Winthrop recorded all the evidence he gathered against Jones and the outcome of her trial in his journal, which states:

“At this court, one Margaret Jones, of Charlestown, was indicted and found guilty of witchcraft, and hanged for it. The evidence against her was:
1. That she was found to have such a malignant touch, as many persons, men, women, and children, whom she stroked or touched with any affection or displeasure, or etc. [sic], were taken with deafness, or vomiting, or other violent pains or sickness.
2. She practising physic, and her medicines being such things as, by her own confession, were harmless, — as anise-seed, liquors, etc., — yet had extraordinary violent effects.
3. She would use to tell such as would not make use of her physic, that they would never be healed and accordingly their diseases and hurts continued, with relapse against the ordinary course, and beyond the apprehension of all physicians and surgeons.
4. Some things which she foretold came to pass accordingly other things she would tell of, as secret speeches, etc., which she had no ordinary means to come to the knowledge of.
5. She had, upon search, an apparent teat … as fresh as if it had been newly sucked and after it had been scanned, upon a forced search, that was withered, and another began on the opposite side.
6. In the prison, in the clear day-light, there was seen in her arms, she sitting on the floor, and her clothes up, etc., a little child, which ran from her into another room, and the officer following it, it was vanished. The like child was seen in two other places to which she had relation and one maid that saw it, fell sick upon it, and was cured by the said Margaret, who used means to be employed to that end. Her behavior at her trial was very intemperate, lying notoriously, and railing upon the jury and witnesses, etc., and in the like distemper she died. The same day and hour she was executed, there was a very great tempest at Connecticut, which blew down many trees, etc.”
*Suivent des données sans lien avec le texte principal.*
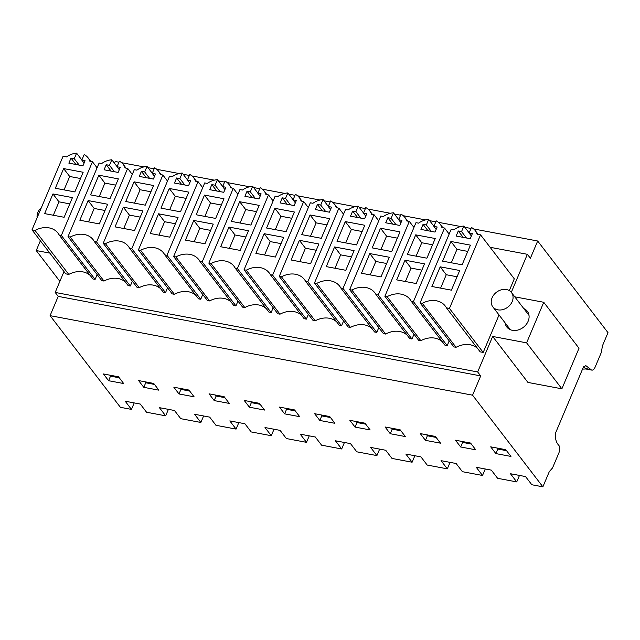 <?xml version="1.0" encoding="UTF-8"?>
<svg xmlns="http://www.w3.org/2000/svg" width="640" height="640" viewBox="0 0 640 640"><rect width="100%" height="100%" fill="white"/><g stroke="black" fill="none" stroke-linecap="round" stroke-linejoin="round"><path stroke-width="0.96" d="M467.776 251.4L456.976 249.368L451.312 262.776M450.912 241.472L470.424 245.144L462.112 264.808L442.608 261.144L450.912 241.472L456.976 249.368M469.088 233.008L472.36 233.624L470.216 238.696L456.136 236.048L458.28 230.976L461.544 231.592L463.888 226.048A17.4 13.856 -37.5 0 0 453.752 229.784L451.176 229.296L420.08 302.904L422.296 303.32A20.616 16.424 -37.5 0 1 445.24 306.008A20.616 16.424 -37.5 0 1 446.424 307.856L449.448 308.424L480.544 234.824L477.12 234.176A17.4 13.856 -37.5 0 0 475.312 230.688A17.4 13.856 -37.5 0 0 471.424 227.48L469.088 233.008L471.368 235.976M440.208 266.832L459.712 270.496L451.4 290.168L431.896 286.496L440.208 266.832L446.264 274.728L440.6 288.136M457.064 276.76L446.264 274.728M461.544 231.592L466.456 237.984M458.28 230.976L463.184 237.376M506.536 450.68L497.792 449.032L497.032 448.04M463.888 226.048L469.136 232.896M511.304 292.32L527.368 254.304L530.392 258.248L537.68 241.008L608 332.664L602.432 345.848L601.368 352.336L595.112 367.152A5.88 2.896 -79.3 0 1 591.856 370.112A5.88 2.896 -79.3 0 1 590.912 369.536L585.584 368.536L583.688 366.584M591.856 370.112L586.528 369.112A5.88 2.896 -79.3 0 1 585.584 368.536M519.464 475.424L516.728 481.904L510.448 473.728L525.536 476.568L531.816 484.744L542.88 486.832L549.304 471.616L552.528 467.952L558.792 453.136A5.88 2.896 100.7 0 0 558.872 445.384C556.2 442.736 555.064 438.68 555.456 433.232L583.304 367.312L585.824 365.632L590.912 369.536M495.864 453.592L490.688 446.848L505.776 449.68L510.952 456.432L495.864 453.592L497.792 449.032M499.032 314.952L483.2 352.424L449.448 308.424M480.544 234.824L514.296 278.816L509.312 290.624M477.512 348.376A20.616 16.424 -37.5 0 0 456.048 347.312L453.832 346.896L420.08 302.904M456.048 347.312L422.296 303.32M483.2 352.424L480.184 351.856L446.424 307.856M492.664 336.456L526.608 342.848L561.88 388.816L527.928 382.424L492.664 336.456L477.664 371.952L55.192 292.44L58.216 296.384L480.696 375.904L477.664 371.952M542.88 486.832L472.56 395.176L480.696 375.904M516.728 481.904L497.616 478.312L491.336 470.128L476.248 467.288L482.528 475.472L462.408 471.688L456.128 463.504L441.04 460.664L447.32 468.848L427.2 465.056L420.928 456.88L405.84 454.04L412.112 462.216L391.992 458.432L385.72 450.256L370.632 447.416L376.904 455.592L356.784 451.808L350.512 443.624L335.424 440.784L341.696 448.968L321.584 445.176L315.304 437L300.216 434.16L306.496 442.336L286.376 438.552L280.096 430.376L265.008 427.536L271.288 435.712L251.168 431.928L244.896 423.744L229.808 420.912L236.08 429.088L215.96 425.304L209.688 417.12L194.6 414.28L200.872 422.464L180.752 418.672L174.48 410.496L159.392 407.656L165.664 415.832L146.552 412.24L140.28 404.056L125.192 401.216L131.464 409.4L120.4 407.312L50.08 315.656L58.216 296.384M472.56 395.176L50.08 315.656M475.744 449.808L470.568 443.056L455.48 440.216L460.656 446.968L475.744 449.808M420.272 433.592L425.448 440.344L440.536 443.184L435.36 436.432L420.272 433.592M400.152 429.808L385.064 426.968L390.248 433.72L405.336 436.56L400.152 429.808M355.04 427.088L370.128 429.928L364.944 423.176L349.856 420.336L355.04 427.088L356.968 422.528L356.208 421.536M314.648 413.712L319.832 420.464L334.92 423.304L329.744 416.552L314.648 413.712M299.712 416.68L294.536 409.928L279.448 407.088L284.624 413.84L299.712 416.68M249.416 407.208L264.504 410.048L259.328 403.304L244.24 400.464L249.416 407.208L251.344 402.648L250.584 401.656M143.8 387.336L158.888 390.176L153.704 383.424L138.616 380.584L143.8 387.336L145.728 382.768L144.968 381.776M173.824 387.208L179.008 393.96L194.096 396.8L188.912 390.048L173.824 387.208M224.12 396.672L209.032 393.832L214.216 400.584L229.304 403.424L224.12 396.672M108.592 380.704L103.416 373.952L118.504 376.792L123.68 383.544L108.592 380.704L110.52 376.144L109.76 375.152M526.608 342.848L543.752 302.28L514.76 296.824M527.368 254.304L490.104 247.288M49.84 253.112L36.232 250.552L40.368 240.768M55.192 292.44L64 271.576M59.152 234.968L92.912 278.968L95.104 279.424L61.352 235.432L59.152 234.968A20.616 16.424 -37.5 0 0 57.968 233.12A20.616 16.424 -37.5 0 0 35.024 230.432L32 229.856L63.088 156.256L66.512 156.896A17.4 13.856 -37.5 0 1 76.608 153.168L74.272 158.704L71.008 158.088L68.864 163.16L82.944 165.808L85.088 160.736L81.816 160.12L84.16 154.584A17.4 13.856 -37.5 0 1 88.072 157.808A17.4 13.856 -37.5 0 1 89.88 161.296L92.456 161.784L61.352 235.432M90.24 275.488A20.616 16.424 -37.5 0 0 68.776 274.424L65.752 273.856L32 229.856M97.144 274.6L95.104 279.424M273.176 307.736L271.152 312.512L268.944 312.096L235.184 268.104A20.616 16.424 -37.5 0 0 234 266.248A20.616 16.424 -37.5 0 0 211.056 263.56L208.84 263.144L242.6 307.136L244.808 307.552L211.056 263.56M266.272 308.624A20.616 16.424 -37.5 0 0 244.808 307.552M308.384 314.36L306.344 319.136L272.608 275.144L270.392 274.728A20.616 16.424 -37.5 0 0 269.208 272.88A20.616 16.424 -37.5 0 0 246.264 270.184L244.048 269.768L277.8 313.768L280.016 314.184L246.264 270.184M270.392 274.728L304.152 318.72L306.344 319.136M301.48 315.248A20.616 16.424 -37.5 0 0 280.016 314.184M202.76 294.48L200.744 299.264L198.528 298.848L164.776 254.848A20.616 16.424 -37.5 0 0 163.584 253A20.616 16.424 -37.5 0 0 140.64 250.304L138.432 249.888L172.184 293.888L174.4 294.304L140.64 250.304M195.864 295.368A20.616 16.424 -37.5 0 0 174.4 294.304M237.968 301.104L235.952 305.888L233.736 305.472L199.984 261.472A20.616 16.424 -37.5 0 0 198.792 259.624A20.616 16.424 -37.5 0 0 175.848 256.936L173.632 256.52L207.392 300.512L209.6 300.928L175.848 256.936M231.072 301.992A20.616 16.424 -37.5 0 0 209.6 300.928M414 334.24L411.984 339.016L409.768 338.6L376.016 294.608A20.616 16.424 -37.5 0 0 374.824 292.76A20.616 16.424 -37.5 0 0 351.88 290.064L349.664 289.648L383.424 333.64L385.632 334.056L351.88 290.064M407.104 335.128A20.616 16.424 -37.5 0 0 385.632 334.056M449.208 340.864L447.184 345.648L444.976 345.232L411.216 301.232A20.616 16.424 -37.5 0 0 410.032 299.384A20.616 16.424 -37.5 0 0 387.088 296.688L384.872 296.272L418.632 340.272L420.84 340.688L387.088 296.688M442.304 341.752A20.616 16.424 -37.5 0 0 420.84 340.688M343.584 320.984L341.552 325.76L307.816 281.768L305.6 281.352A20.616 16.424 -37.5 0 0 304.416 279.504A20.616 16.424 -37.5 0 0 281.464 276.816L279.256 276.392L313.008 320.392L315.224 320.808L281.464 276.816M305.6 281.352L339.352 325.352L341.552 325.76M336.688 321.872A20.616 16.424 -37.5 0 0 315.224 320.808M378.792 327.608L376.76 332.392L343.016 288.4L340.808 287.984A20.616 16.424 -37.5 0 0 339.616 286.128A20.616 16.424 -37.5 0 0 316.672 283.44L314.464 283.024L348.216 327.016L350.432 327.432L316.672 283.44M340.808 287.984L374.56 331.976L376.76 332.392M371.896 328.504A20.616 16.424 -37.5 0 0 350.432 327.432M132.352 281.224L130.312 286.008L96.576 242.016L94.36 241.6A20.616 16.424 -37.5 0 0 93.176 239.744A20.616 16.424 -37.5 0 0 70.232 237.056L68.016 236.64L101.768 280.632L103.984 281.048L70.232 237.056M94.36 241.6L128.112 285.592L130.312 286.008M125.448 282.12A20.616 16.424 -37.5 0 0 103.984 281.048M167.552 287.856L165.52 292.632L131.784 248.64L129.568 248.224A20.616 16.424 -37.5 0 0 128.384 246.376A20.616 16.424 -37.5 0 0 105.432 243.68L103.224 243.264L136.976 287.256L139.192 287.68L105.432 243.68M129.568 248.224L163.32 292.216L165.52 292.632M160.656 288.744A20.616 16.424 -37.5 0 0 139.192 287.68M505.136 322.904A12.936 10.304 -37.5 0 0 506.816 327.024A12.936 10.304 -37.5 0 0 512.36 330.312A12.936 10.304 -37.5 0 0 526.176 324.536A12.936 10.304 -37.5 0 0 527.336 311.28A12.936 10.304 -37.5 0 0 523.792 308.592M537.68 241.008L473.664 228.96M471.008 228.464L464.848 227.304M460.784 226.536L438.456 222.336M435.808 221.832L429.64 220.672M425.576 219.912L403.248 215.712M400.6 215.208L394.432 214.048M390.368 213.28L368.04 209.08M365.392 208.584L359.224 207.424M355.16 206.656L332.832 202.456M330.184 201.96L324.024 200.8M319.952 200.032L297.632 195.832M294.976 195.328L288.816 194.168M284.752 193.408L262.424 189.2M259.776 188.704L253.608 187.544M249.544 186.776L227.216 182.576M224.568 182.08L218.4 180.92M214.336 180.152L192.008 175.952M189.36 175.448L183.192 174.288M179.128 173.528L156.8 169.328M154.152 168.824L147.992 167.664M143.92 166.904L121.6 162.696M118.944 162.2L115.2 161.496L114.464 163.232M69.792 203.872L58.992 201.832L53.328 215.248M52.936 193.936L72.44 197.608L64.128 217.28L44.624 213.608L52.936 193.936L58.992 201.832M63.64 168.584L55.336 188.248L74.84 191.92L83.152 172.256L63.64 168.584L69.704 176.48L64.04 189.888M71.008 158.088L75.912 164.48M74.272 158.704L79.184 165.096M76.608 153.168L81.864 160.016M81.816 160.12L84.096 163.088M97.088 167.816L92.456 161.784M68.776 274.424L35.024 230.432M119.264 377.792L110.52 376.144M80.504 178.512L69.704 176.48M134.2 402.912L131.464 409.4M165.664 415.832L168.408 409.352M482.528 475.472L485.264 468.992M471.328 444.048L462.584 442.408L461.824 441.416M462.584 442.408L460.656 446.968M421.864 270.128L411.056 268.096L405.392 281.512M433.936 226.272L428.68 219.424A17.4 13.856 -37.5 0 0 418.544 223.152L415.968 222.672L384.872 296.272M447.184 345.648L413.432 301.648L411.216 301.232M449.152 234.08L444.528 228.048L413.432 301.648M444.528 228.048L441.912 227.552A17.4 13.856 -37.5 0 0 440.104 224.064A17.4 13.856 -37.5 0 0 436.224 220.856L433.88 226.384L436.16 229.352M428.68 219.424L426.336 224.96L423.072 224.352L420.928 229.416L435.008 232.072L437.152 227L433.88 226.384M423.072 224.352L427.976 230.744M426.336 224.96L431.248 231.36M405 260.2L424.504 263.872L416.2 283.544L396.688 279.872L405 260.2L411.056 268.096M415.712 234.848L407.4 254.512L426.904 258.184L435.216 238.52L415.712 234.848L421.768 242.744L432.568 244.776M416.104 256.152L421.768 242.744M447.32 468.848L450.056 462.36M436.12 437.424L427.376 435.776L426.616 434.784M427.376 435.776L425.448 440.344M386.656 263.504L375.848 261.472L370.184 274.88M398.728 219.64L393.472 212.8A17.4 13.856 -37.5 0 0 383.336 216.528L380.76 216.04L349.664 289.648M411.984 339.016L378.224 295.024L376.016 294.608M413.944 227.448L409.32 221.416L378.224 295.024M409.32 221.416L406.704 220.928A17.4 13.856 -37.5 0 0 404.896 217.432A17.4 13.856 -37.5 0 0 401.016 214.224L398.68 219.76L400.952 222.72M393.472 212.8L391.136 218.336L387.864 217.72L385.72 222.792L399.808 225.44L401.944 220.376L398.68 219.76M387.864 217.72L392.776 224.12M391.136 218.336L396.04 224.736M369.792 253.576L389.296 257.248L380.992 276.912L361.48 273.24L369.792 253.576L375.848 261.472M380.504 228.216L372.192 247.888L391.704 251.56L400.008 231.888L380.504 228.216L386.56 236.12L397.368 238.152M380.896 249.528L386.56 236.12M412.112 462.216L414.848 455.736M400.912 430.8L392.176 429.152L391.408 428.16M392.176 429.152L390.248 433.72M351.448 256.88L340.64 254.848L334.976 268.256M363.52 213.016L358.264 206.168A17.4 13.856 -37.5 0 0 348.128 209.904L345.552 209.416L314.464 283.024M378.736 220.824L374.112 214.792L343.016 288.4M374.112 214.792L371.496 214.304A17.4 13.856 -37.5 0 0 369.688 210.808A17.4 13.856 -37.5 0 0 365.808 207.6L363.472 213.128L365.744 216.096M358.264 206.168L355.928 211.712L352.656 211.096L350.512 216.168L364.6 218.816L366.744 213.744L363.472 213.128M352.656 211.096L357.568 217.496M355.928 211.712L360.832 218.112M334.584 246.952L354.088 250.624L345.784 270.288L326.28 266.616L334.584 246.952L340.64 254.848M345.296 221.592L336.984 241.264L356.496 244.936L364.8 225.264L345.296 221.592L351.352 229.488L362.16 231.52M345.688 242.896L351.352 229.488M376.904 455.592L379.64 449.112M365.712 424.168L356.968 422.528M316.24 250.256L305.44 248.216L299.776 261.632M328.312 206.392L323.064 199.544A17.4 13.856 -37.5 0 0 312.928 203.28L310.344 202.792L279.256 276.392M343.536 214.2L338.904 208.168L307.816 281.768M338.904 208.168L336.288 207.672A17.4 13.856 -37.5 0 0 334.488 204.184A17.4 13.856 -37.5 0 0 330.6 200.976L328.264 206.504L330.544 209.472M323.064 199.544L320.72 205.088L317.448 204.472L315.312 209.544L329.392 212.192L331.536 207.12L328.264 206.504M317.448 204.472L322.36 210.864M320.72 205.088L325.632 211.48M299.376 240.32L318.888 243.992L310.576 263.664L291.072 259.992L299.376 240.32L305.44 248.216M310.088 214.968L301.784 234.632L321.288 238.304L329.592 218.64L310.088 214.968L316.144 222.864L326.952 224.896M310.48 236.272L316.144 222.864M341.696 448.968L344.44 442.48M330.504 417.544L321.76 415.904L321 414.904M321.76 415.904L319.832 420.464M281.032 243.624L270.232 241.592L264.568 255M293.104 199.76L287.856 192.92A17.4 13.856 -37.5 0 0 277.72 196.648L275.144 196.168L244.048 269.768M308.328 207.576L303.696 201.536L272.608 275.144M303.696 201.536L301.088 201.048A17.4 13.856 -37.5 0 0 299.28 197.552A17.4 13.856 -37.5 0 0 295.392 194.344L293.056 199.88L295.336 202.848M287.856 192.92L285.512 198.456L282.248 197.84L280.104 202.912L294.184 205.568L296.328 200.496L293.056 199.88M282.248 197.84L287.152 204.24M285.512 198.456L290.424 204.856M264.168 233.696L283.68 237.368L275.368 257.04L255.864 253.368L264.168 233.696L270.232 241.592M274.88 208.344L266.576 228.008L286.08 231.68L294.392 212.016L274.88 208.344L280.944 216.24L291.744 218.272M275.28 229.648L280.944 216.24M306.496 442.336L309.232 435.856M295.296 410.92L286.552 409.272L285.792 408.28M286.552 409.272L284.624 413.84M245.832 237L235.024 234.968L229.36 248.376M257.896 193.136L252.648 186.288A17.4 13.856 -37.5 0 0 242.512 190.024L239.936 189.536L208.84 263.144M271.152 312.512L237.4 268.52L235.184 268.104M273.12 200.944L268.488 194.912L237.4 268.52M268.488 194.912L265.88 194.424A17.4 13.856 -37.5 0 0 264.072 190.928A17.4 13.856 -37.5 0 0 260.184 187.72L257.848 193.248L260.128 196.216M252.648 186.288L250.304 191.832L247.04 191.216L244.896 196.288L258.976 198.936L261.12 193.864L257.848 193.248M247.04 191.216L251.944 197.616M250.304 191.832L255.216 198.232M228.968 227.072L248.472 230.744L240.16 250.408L220.656 246.736L228.968 227.072L235.024 234.968M239.672 201.712L231.368 221.384L250.872 225.056L259.184 205.384L239.672 201.712L245.736 209.608L256.536 211.648M240.072 223.024L245.736 209.608M271.288 435.712L274.024 429.232M260.088 404.296L251.344 402.648M210.624 230.376L199.816 228.344L194.152 241.752M222.696 186.512L217.44 179.664A17.4 13.856 -37.5 0 0 207.304 183.4L204.728 182.912L173.632 256.52M235.952 305.888L202.192 261.888L199.984 261.472M237.912 194.32L233.288 188.288L202.192 261.888M233.288 188.288L230.672 187.792A17.4 13.856 -37.5 0 0 228.864 184.304A17.4 13.856 -37.5 0 0 224.984 181.096L222.648 186.624L224.92 189.592M217.44 179.664L215.104 185.208L211.832 184.592L209.688 189.664L223.768 192.312L225.912 187.24L222.648 186.624M211.832 184.592L216.744 190.992M215.104 185.208L220.008 191.608M193.76 220.448L213.264 224.112L204.96 243.784L185.448 240.112L193.76 220.448L199.816 228.344M204.472 195.088L196.16 214.76L215.664 218.432L223.976 198.76L204.472 195.088L210.528 202.984L221.336 205.016M204.864 216.392L210.528 202.984M236.08 429.088L238.816 422.608M224.88 397.664L216.144 396.024L215.376 395.032M216.144 396.024L214.216 400.584M175.416 223.752L164.608 221.712L158.944 235.128M187.488 179.888L182.232 173.04A17.4 13.856 -37.5 0 0 172.096 176.768L169.52 176.288L138.432 249.888M200.744 299.264L166.984 255.264L164.776 254.848M202.704 187.696L198.08 181.664L166.984 255.264M198.08 181.664L195.464 181.168A17.4 13.856 -37.5 0 0 193.656 177.68A17.4 13.856 -37.5 0 0 189.776 174.472L187.44 180L189.712 182.968M182.232 173.04L179.896 178.576L176.624 177.968L174.48 183.032L188.568 185.688L190.704 180.616L187.44 180M176.624 177.968L181.536 184.36M179.896 178.576L184.8 184.976M158.552 213.816L178.056 217.488L169.752 237.16L150.24 233.488L158.552 213.816L164.608 221.712M169.264 188.464L160.952 208.128L180.464 211.8L188.768 192.136L169.264 188.464L175.32 196.36L186.128 198.392M169.656 209.768L175.32 196.36M200.872 422.464L203.608 415.976M189.68 391.04L180.936 389.392L180.168 388.4M180.936 389.392L179.008 393.96M140.208 217.12L129.408 215.088L123.736 228.496M152.28 173.256L147.024 166.416A17.4 13.856 -37.5 0 0 136.896 170.144L134.312 169.656L103.224 243.264M167.504 181.064L162.872 175.032L131.784 248.64M162.872 175.032L160.256 174.544A17.4 13.856 -37.5 0 0 158.448 171.048A17.4 13.856 -37.5 0 0 154.568 167.84L152.232 173.376L154.504 176.336M147.024 166.416L144.688 171.952L141.416 171.336L139.28 176.408L153.36 179.056L155.504 173.992L152.232 173.376M141.416 171.336L146.328 177.736M144.688 171.952L149.6 178.352M123.344 207.192L142.856 210.864L134.544 230.528L115.04 226.864L123.344 207.192L129.408 215.088M134.056 181.832L125.752 201.504L145.256 205.176L153.56 185.504L134.056 181.832L140.112 189.736L150.92 191.768M134.448 203.144L140.112 189.736M154.472 384.416L145.728 382.768M105 210.496L94.2 208.464L88.536 221.872M117.072 166.632L111.824 159.784A17.4 13.856 -37.5 0 0 101.688 163.52L99.104 163.032L68.016 236.64M132.296 174.44L127.664 168.408L96.576 242.016M127.664 168.408L125.056 167.92A17.4 13.856 -37.5 0 0 123.248 164.424A17.4 13.856 -37.5 0 0 119.36 161.216L117.024 166.744L119.304 169.712M111.824 159.784L109.48 165.328L106.216 164.712L104.072 169.784L118.152 172.432L120.296 167.36L117.024 166.744M106.216 164.712L111.12 171.112M109.48 165.328L114.392 171.728M88.136 200.568L107.648 204.24L99.336 223.904L79.832 220.232L88.136 200.568L94.2 208.464M98.848 175.208L90.544 194.88L110.048 198.552L118.36 178.88L98.848 175.208L104.912 183.104L115.712 185.136M99.24 196.512L104.912 183.104M561.88 388.816L579.016 348.248L543.752 302.28M59.872 281.36L36.232 250.552M495.368 293.168A11.76 9.368 -37.5 0 0 492.816 306.848A11.76 9.368 -37.5 0 0 508.92 306.216A11.76 9.368 -37.5 0 0 511.472 292.536A11.76 9.368 -37.5 0 0 495.368 293.168M37.136 217.704A11.76 9.368 142.5 0 1 37.096 217.416A11.76 9.368 142.5 0 1 41.464 207.456M586.12 368.968L582.536 369.112M478.136 234.368L475.312 230.688M90.904 161.488L88.072 157.808M442.928 227.744L440.104 224.064M407.72 221.12L404.896 217.432M372.52 214.496L369.688 210.808M337.312 207.864L334.488 204.184M302.104 201.24L299.28 197.552M266.896 194.616L264.072 190.928M231.688 187.984L228.864 184.304M196.488 181.36L193.656 177.68M161.28 174.736L158.448 171.048M126.072 168.112L123.248 164.424M510.36 329.712L492.816 306.848M529.016 315.4L511.472 292.536"/></g></svg>

Jones was hanged from a tree on June 15, 1648 at Gallow’s Hill on Boston Neck, a narrow stretch of land connecting Boston peninsula to the mainland.

As Winthrop states in his journal, a storm hit Connecticut the day of her execution: the state’s first tornado.

Jones’ husband, Thomas, had also been accused of witchcraft and arrested but was released after his wife’s execution.

According to Winthrop’s journal, Thomas tried to leave the colony on a ship called the “Welcome” but it had a heavy load and had trouble keeping its balance.

When it became known that the husband of a convicted witch was on board, the captain quarreled with him and he was arrested and taken off the ship, after which, the ship reportedly stayed upright.

About 80 people were accused and arrested for witchcraft in New England between the years 1647 and 1688 and 12 were executed before a new witch hunt began a few years later in Salem in 1692.

Coincidentally, Reverend John Hale played a big part in bringing the Salem Witch Trials of 1692 to an end after his own wife was accused of witchcraft during the hysteria.